Investing.com | Oct 15, 2019 13:36
European and U.S. futures contracts—including for the S&P 500, Dow Jones and NASDAQ—advanced early this morning, with Japanese stocks playing catch-up after a local holiday. This comes in the aftermath of the announcement of this weekend's U.S.-Sino transitional deal on trade, though recent reports are casting some doubts on the situation. In the rest of Asia, investors appear to have become cautious as China's reluctance surfaces.
Yields extended a decline and the U.S. dollar edged lower.
Volume was thin in the Asian session today, except for post-holiday activity on Tokyo’s Nikkei 225 (+1.87%), which gained more than the boost seen on Wall Street this past Friday. China’s Shanghai Composite dropped (-0.56%) after a four-day rally, as the latest factory gate data added to China's economic woes even as a deal to end the trade war with the United States remains elusive.
Technically, the price retreated from the July and September highs, which, if surpassed, would complete a H&S bottom.
In yesterday’s U.S. session, stocks ended lower after a volatile day as markets reacted to the still illusive trade deal. China just isn’t ready to sign on the dotted line, embarrassing President Donald Trump who has been actively 'selling' the tariff resolution.
Trading was about 28% below the 30-day average. A tweet from China's Global Times, however, painted a more optimistic outlook, supporting equities.
The S&P 500 Index backtracked 0.14% yesterday, with the trade sensitive Materials sector slipping (-0.71%) after surging nearly 2% on Friday, on hopes of a final trade resolution. From a technical perspective, the XLB returned below the uptrend line since the December bottom, for the third time since Aug. 23.
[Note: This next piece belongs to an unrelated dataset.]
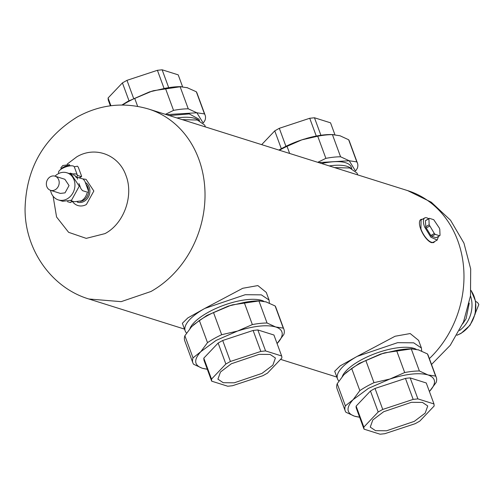 <?xml version="1.0" encoding="UTF-8"?>
<svg xmlns="http://www.w3.org/2000/svg" width="504" height="504" viewBox="0 0 504 504"><rect width="100%" height="100%" fill="white"/><g stroke="black" fill="none" stroke-linecap="round" stroke-linejoin="round"><path stroke-width="0.76" d="M77.232 177.276L83.16 179.027L84.83 181.131L88.439 190.947L88.08 192.415L82.498 190.651L80.823 188.546L79.002 183.595M77.572 177.269L77.383 179.185M88.08 192.415L88.421 192.402M67.391 201.638L70.125 202.495A2.035 0.787 60.7 0 0 70.459 202.482L72.689 201.235M475.656 301.524L475.732 301.549A6.098 5.191 107.5 0 1 478.8 304.618L475.436 312.94M459.528 330.523A27.878 23.745 -72.5 0 0 470.497 295.835M469.243 303.143L466.061 318.799L462.704 323.82M73.049 174.919A6.098 2.148 -20.2 0 1 75.134 175.726L75.48 176.677M77.011 177.402A7.365 2.596 159.8 0 0 76.388 177.017A7.365 2.596 159.8 0 0 75.575 176.822M70.736 200.617L74.302 201.739L81.27 200.901A11.176 9.519 -72.5 0 0 86.934 193.234M80.319 201.367A9.652 8.222 107.5 0 0 83.336 200.365A9.652 8.222 -72.5 0 0 87.305 196.188A9.652 8.222 -72.5 0 0 88.496 192.339M88.572 191.369A9.652 8.222 -72.5 0 0 86.064 184.496M85.352 182.542A10.616 9.04 107.5 0 1 88.496 196.768A10.616 9.04 107.5 0 1 84.137 201.367A10.616 9.04 -72.5 0 1 77.515 202.167A10.616 9.04 -72.5 0 1 77.307 202.098M66.9 172.784L71.215 174.138L79.26 186.215L71.537 200.201L62.672 201.272L58.357 199.918A14.225 12.115 -72.5 0 0 67.221 198.841A14.225 12.115 -72.5 0 0 74.945 184.861A14.225 12.115 -72.5 0 0 66.9 172.784A14.225 12.115 -72.5 0 0 58.029 173.855A14.225 12.115 -72.5 0 0 54.993 176.167A7.415 6.319 -72.5 0 0 50.375 176.734A7.415 6.319 -72.5 0 0 46.349 184.023A7.415 6.319 -72.5 0 0 50.545 190.317A7.415 6.319 -72.5 0 0 55.169 189.762A7.415 6.319 -72.5 0 0 59.195 182.467A7.415 6.319 -72.5 0 0 54.999 176.173L64.852 179.273L69.048 185.573L65.022 192.862L60.398 193.423L50.545 190.317M50.539 190.317A14.225 12.115 -72.5 0 0 58.357 199.918M439.639 235.759L436.13 237.731L431.701 236.332L430.826 235.488L425.88 227.398L425.395 220.714L429.301 218.301L433.73 219.694L439.299 227.978A10.162 3.944 60.7 0 1 439.771 229.27L440.036 235.311L439.639 235.759L435.21 234.36L434.335 233.516L430.826 235.488M428.583 218.704A12.701 4.927 60.7 0 0 424.746 217.923A12.701 4.927 60.7 0 0 424.614 227.002L430.844 237.163L437.176 240.074L438.511 236.389M424.746 217.923L421.067 219.99L420.941 229.062A12.701 4.927 60.7 0 0 433.503 242.134L437.176 240.074M429.301 218.301L428.904 218.742L429.169 224.784L434.335 233.516M425.395 220.714L428.904 218.742M429.169 224.784L425.659 226.756M426.132 228.054L429.647 226.082M431.701 236.332L435.21 234.36M110.376 105.808L108.253 100.05L108.077 97.997L122.422 82.902L126.983 80.338L157.405 70.302L162.137 69.798L178.214 74.857L182.587 86.745M121.93 105.015L128.098 101.235L152.416 90.966M153.21 90.733L180.879 86.657M186.839 87.545L196.321 91.772L204.473 113.923L196.881 112.789L166.326 114.622M202.866 122.548L196.881 112.789L188.25 108.82L180.098 86.663A48.51 17.073 159.8 0 0 165.4 88.238L173.552 110.389L165.432 114.339M169.325 115.561L189.252 113.923L198.929 119.146L199.489 120.658M122.529 105.015A48.51 17.073 -20.2 0 1 127.222 102.211A48.51 17.073 -20.2 0 1 134.707 98.362L149.53 91.885L165.4 88.238M137.649 106.363L134.707 98.362M180.098 86.663L187.69 87.803M173.552 110.389A48.51 17.073 -20.2 0 1 188.25 108.82M204.473 113.923A48.51 17.073 -20.2 0 1 205.153 115.246L197.001 93.095A48.51 17.073 159.8 0 0 196.321 91.772M203.326 122.97L205.015 120.298A48.51 17.073 -20.2 0 0 205.153 115.246M176.942 117.961A41.328 14.547 -20.2 0 1 198.532 120.336M110.924 105.739L108.077 97.997M122.422 82.902L128.986 100.737M133.61 98.349L126.983 80.338M157.405 70.302L163.945 88.087M168.582 87.312L162.137 69.798M263.869 301.304A41.328 14.547 159.8 0 0 262.496 300.686A41.328 14.547 159.8 0 0 231.254 302.822A41.328 14.547 159.8 0 0 207.787 312.543A41.328 14.547 -20.2 0 0 190.613 327.134A41.328 14.547 -20.2 0 0 189.939 328.558M238.625 330.656A41.328 14.547 -20.2 0 1 238.172 330.851M193.504 324.828L206.905 315.422L231.223 305.159M232.016 304.92L259.686 300.844M265.639 301.732L275.127 305.959L283.273 328.117L275.688 326.976L267.057 323.007A48.51 17.073 159.8 0 0 252.353 324.582L237.529 331.059L221.666 334.706A48.51 17.073 159.8 0 0 214.181 338.556A48.51 17.073 159.8 0 0 207.509 342.651L200.794 351.685L193.032 357.89A48.51 17.073 159.8 0 0 192.9 362.937A48.51 17.073 159.8 0 0 193.58 364.26L202.211 368.235L207.295 369.237M202.211 368.235C194.04 365.255 193.567 359.743 200.794 351.685L216.103 340.408L237.529 331.059L242.059 329.66C256.511 325.628 267.719 324.734 275.688 326.976A45.719 16.09 -20.2 0 1 277.106 343.52A45.719 16.09 -20.2 0 1 277.074 343.558L283.821 334.486A48.51 17.073 159.8 0 0 283.954 329.44A48.51 17.073 159.8 0 0 283.273 328.117M202.936 368.449L207.314 369.287M192.9 362.937L184.748 340.786A48.51 17.073 159.8 0 1 184.88 335.733L193.032 357.89M184.88 335.733L191.596 326.699L199.357 320.5L207.509 342.651M199.357 320.5A48.51 17.073 159.8 0 1 206.029 316.399A48.51 17.073 159.8 0 1 213.513 312.549L221.666 334.706M213.513 312.549L228.337 306.073L244.207 302.425L252.353 324.582M244.207 302.425A48.51 17.073 159.8 0 1 258.905 300.85L267.057 323.007M258.905 300.85L266.496 301.99M283.954 329.44L275.808 307.283A48.51 17.073 159.8 0 0 275.127 305.959M211.686 381.175L203.969 360.202L203.792 358.149L218.137 343.048L222.699 340.49L253.121 330.454L257.853 329.95L273.93 335.009L281.648 355.981A37.183 13.085 159.8 0 1 281.818 358.035L267.473 373.13L262.918 375.694L232.495 385.73L227.764 386.234L211.686 381.175L211.51 379.121L225.855 364.02L230.416 361.462L260.833 351.427L265.57 350.923L281.648 355.981M231.355 363.756L259.087 354.344L270.113 354.444L275.411 358.004L272.859 365.154L261.973 373.401L234.247 382.807L223.215 382.706L217.917 379.153L220.475 372.002L231.355 363.756M203.792 358.149L211.51 379.121M218.137 343.048L225.855 364.02M222.699 340.49L230.416 361.462M253.121 330.454L260.833 351.427M257.853 329.95L265.57 350.923M419.807 421.098L434.152 406.004L433.976 403.95L417.898 398.885L413.167 399.395L382.744 409.431L378.189 411.989L363.844 427.09L364.014 429.143L380.092 434.202L384.823 433.698L415.246 423.662L419.807 421.098M383.689 411.724L411.415 402.312L422.446 402.413L427.745 405.966L425.187 413.123L414.307 421.363L386.574 430.775L375.549 430.674L370.251 427.121L372.803 419.964L383.689 411.724M417.898 398.885L410.18 377.912L426.258 382.977L433.976 403.95M410.18 377.912A37.183 13.085 159.8 0 0 405.449 378.422L413.167 399.395M382.744 409.431L375.026 388.458L405.449 378.422M375.026 388.458A37.183 13.085 159.8 0 0 370.471 391.016L378.189 411.989M363.844 427.09L356.126 406.117L370.471 391.016M356.126 406.117A37.183 13.085 159.8 0 0 356.303 408.171L364.014 429.143M418.099 349.738L427.455 353.928L435.607 376.079A48.51 17.073 -20.2 0 1 436.288 377.401A48.51 17.073 -20.2 0 1 436.155 382.454L429.44 391.488C436.659 383.437 436.187 377.918 428.016 374.945C420.053 372.702 408.839 373.596 394.386 377.628L389.863 379.027L368.43 388.376L353.121 399.653C345.895 407.711 346.368 413.223 354.539 416.197L359.623 417.205M373.993 382.675L365.841 360.517A48.51 17.073 159.8 0 0 358.363 364.367A48.51 17.073 159.8 0 0 351.685 368.468L359.837 390.619A48.51 17.073 -20.2 0 1 366.515 386.518A48.51 17.073 -20.2 0 1 373.993 382.675L389.863 379.027L404.687 372.544A48.51 17.073 -20.2 0 1 419.385 370.976L411.233 348.818L418.824 349.959M359.837 390.619L353.121 399.653L345.366 405.852L337.214 383.701L343.93 374.667L351.685 368.468M354.539 416.197L345.908 412.228A48.51 17.073 -20.2 0 1 345.227 410.905A48.51 17.073 -20.2 0 1 345.366 405.852M355.263 416.417L359.642 417.255M337.214 383.701A48.51 17.073 159.8 0 0 337.081 388.754L345.227 410.905M345.832 372.796L359.239 363.39L383.55 353.121M384.344 352.888L411.995 348.812M435.607 376.079L428.016 374.945L419.385 370.976M436.288 377.401L428.135 355.251A48.51 17.073 159.8 0 0 427.455 353.928M365.841 360.517L380.665 354.041L396.535 350.393L404.687 372.544M411.233 348.818A48.51 17.073 159.8 0 0 396.535 350.393M342.266 376.519A41.328 14.547 -20.2 0 1 342.941 375.102A41.328 14.547 -20.2 0 1 360.114 360.511A41.328 14.547 159.8 0 1 383.582 350.79A41.328 14.547 159.8 0 1 414.824 348.655A41.328 14.547 159.8 0 1 416.197 349.272M329.269 165.929A41.328 14.547 -20.2 0 1 350.86 168.304M321.653 163.529A41.328 14.547 -20.2 0 1 351.263 167.114L351.817 168.626M355.2 170.516L349.209 160.757L318.66 162.59M279.443 150.242A48.51 17.073 -20.2 0 1 279.556 150.179A48.51 17.073 -20.2 0 1 287.034 146.33L301.858 139.847L317.728 136.206L325.88 158.357L317.759 162.307M289.655 153.455L287.034 146.33M304.75 138.934A45.719 16.09 159.8 0 0 301.858 139.847A45.719 16.09 159.8 0 0 280.432 149.203A45.719 16.09 159.8 0 0 278.907 150.072M355.654 170.938L357.349 168.267A48.51 17.073 -20.2 0 0 357.481 163.214L349.329 141.063A48.51 17.073 -20.2 0 0 348.648 139.74L356.8 161.891A48.51 17.073 -20.2 0 1 357.481 163.214M356.8 161.891L349.209 160.757L340.578 156.788L332.432 134.631L340.017 135.765L348.648 139.74M317.728 136.206A48.51 17.073 -20.2 0 1 332.432 134.631M325.88 158.357A48.51 17.073 -20.2 0 1 340.578 156.788M333.566 134.631L332.218 134.581A45.719 16.09 159.8 0 0 306.388 138.449A45.719 16.09 159.8 0 0 305.537 138.701M334.914 134.713L330.542 122.825L314.464 117.766L309.733 118.27L316.279 136.055M285.938 146.317L279.31 128.306L274.756 130.87L261.664 144.642M279.31 128.306L309.733 118.27M274.756 130.87L281.32 148.705M320.909 135.28L314.464 117.766M269.363 303.043L269.079 300.044L261.349 294.853L245.253 294.708L204.788 308.442L242.745 288.282L257.859 285.579L266.276 292.408L269.079 300.044M357.115 356.41L395.073 336.25L410.193 333.547L418.604 340.376L421.413 348.006L413.683 342.821L397.587 342.676L357.115 356.41L340.175 365.879L334.7 371.246L337.504 378.882A44.705 15.731 -20.2 0 1 357.115 356.41M182.366 323.278L187.847 317.911L204.788 308.442A44.705 15.731 -20.2 0 0 185.176 330.914L182.366 323.278M186.575 333.062A44.705 15.731 -20.2 0 1 185.176 330.914M338.902 381.03A44.705 15.731 -20.2 0 1 337.504 378.882M421.691 351.011L421.413 348.012M334.549 167.593L349.751 168.002L357.053 173.086L357.714 174.888M182.221 119.624L197.423 120.034L204.725 125.118L205.386 126.92M82.763 178.901L86.09 179.361L93.851 191.003L86.404 204.485A13.715 11.68 107.5 0 1 77.855 205.525A13.715 11.68 107.5 0 1 72.381 201.405M422.295 219.297A13.205 5.128 60.7 0 0 420.821 219.542A13.205 5.128 60.7 0 0 421.64 231.279A13.205 5.128 60.7 0 0 431.556 242.663L433.755 242.575L434.731 241.447M79.248 177.792L81.314 176.633A1.014 0.397 60.7 0 0 81.484 176.627A1.014 0.397 60.7 0 0 81.49 175.902L78.309 167.246L77.471 166.194L74.264 166.767M81.314 176.633L77.345 175.386M72.771 173.943L70.144 173.118M61.255 168.89L60.858 167.813L62.861 165.514L69.439 164.651L69.835 165.734M59.825 170.194L62.131 168.084A4.574 1.606 -20.2 0 1 63.466 167.152A4.574 1.606 -20.2 0 1 66.062 166.074A4.574 1.606 -20.2 0 1 68.645 165.69L71.763 165.803A8.379 2.948 159.8 0 0 67.032 166.509A8.379 2.948 159.8 0 0 62.269 168.481A8.379 2.948 159.8 0 0 59.825 170.194A8.379 2.948 159.8 0 0 58.596 172.696L58.861 173.426M71.373 174.195A8.379 2.948 -20.2 0 1 77.282 174.938L74.327 166.906A8.379 2.948 159.8 0 0 71.763 165.803M77.282 174.938A8.379 2.948 -20.2 0 1 76.45 177.043M72.488 201.172L70.125 202.495M457.008 335.122A27.878 23.745 -72.5 0 0 460.675 333.44A27.878 23.745 -72.5 0 0 471.076 290.606M148.686 109.066C123.94 101.808 100.145 104.435 77.307 116.934C43.602 137.844 26.189 168.393 25.068 208.593C24.62 248.718 50.791 287.576 88.88 298.998L121.174 301.65L150.967 291.495A99.565 84.798 107.5 0 0 205.015 193.605A99.565 84.798 107.5 0 0 148.686 109.066L407.648 190.613A99.565 84.798 107.5 0 1 463.094 262.597A99.565 84.798 107.5 0 1 429.364 358.596M67.215 164.083L76.74 156.864C95.206 145.719 118.831 154.804 125.924 175.417C133.976 195.583 123.99 223.719 104.977 233.617L86.228 238.367L68.613 232.319L56.568 216.997L53.109 196.226M76.394 177.748L77.207 177.295M471.089 290.443L475.631 301.392L475.234 313.853L470.018 325.307L461.015 333.428L456.926 335.261M75.386 176.639L76.388 177.017M179.89 86.612L181.421 86.669M258.697 300.8L260.228 300.856M411.025 348.768L412.373 348.818M88.88 298.998L184.514 329.112M280.564 359.358L336.842 377.08M431.525 364.474L450.242 345.334L463.516 321.899L470.497 295.835L470.686 268.953L463.945 243.117L450.538 220.235L431.285 202.192L407.648 190.613M79.349 177.824L81.484 176.627"/></g></svg>

If this sector is any indication of the market’s outlook on trade, hopes are clearly slipping. The broader SPX is still well below its uptrend line since December 2018 during the worst Pre-Christmas selloff on record. Monday’s price action confirmed Friday’s extremely bullish shooting star, whose top retreated from the 3,000 psychological level.
Crude oil dropped for the second day, falling toward the bottom of a rising flag, bearish after the eight straight daily drop, between Sept. 23 and Oct. 3. A downside breakout would increase the potential of completing a much larger descending triangle since the April $66.60 highs.
Yields, including for the 10-Year Treasury, fell after the U.S. bond market was closed Monday for the Columbus Day holiday. This after reaching the top of a symmetrical triangle, bearish below the downtrend line since the Nov. 2018 high.
The dollar wiped out yesterday’s rebound and extended its previous two day slide. The greenback found support by the bottom of the rising channel since June. However, the RSI confirmed a resistance after slipping below its support since July 15, suggesting the price support won’t last and the global reserve currency will break out of its rising channel.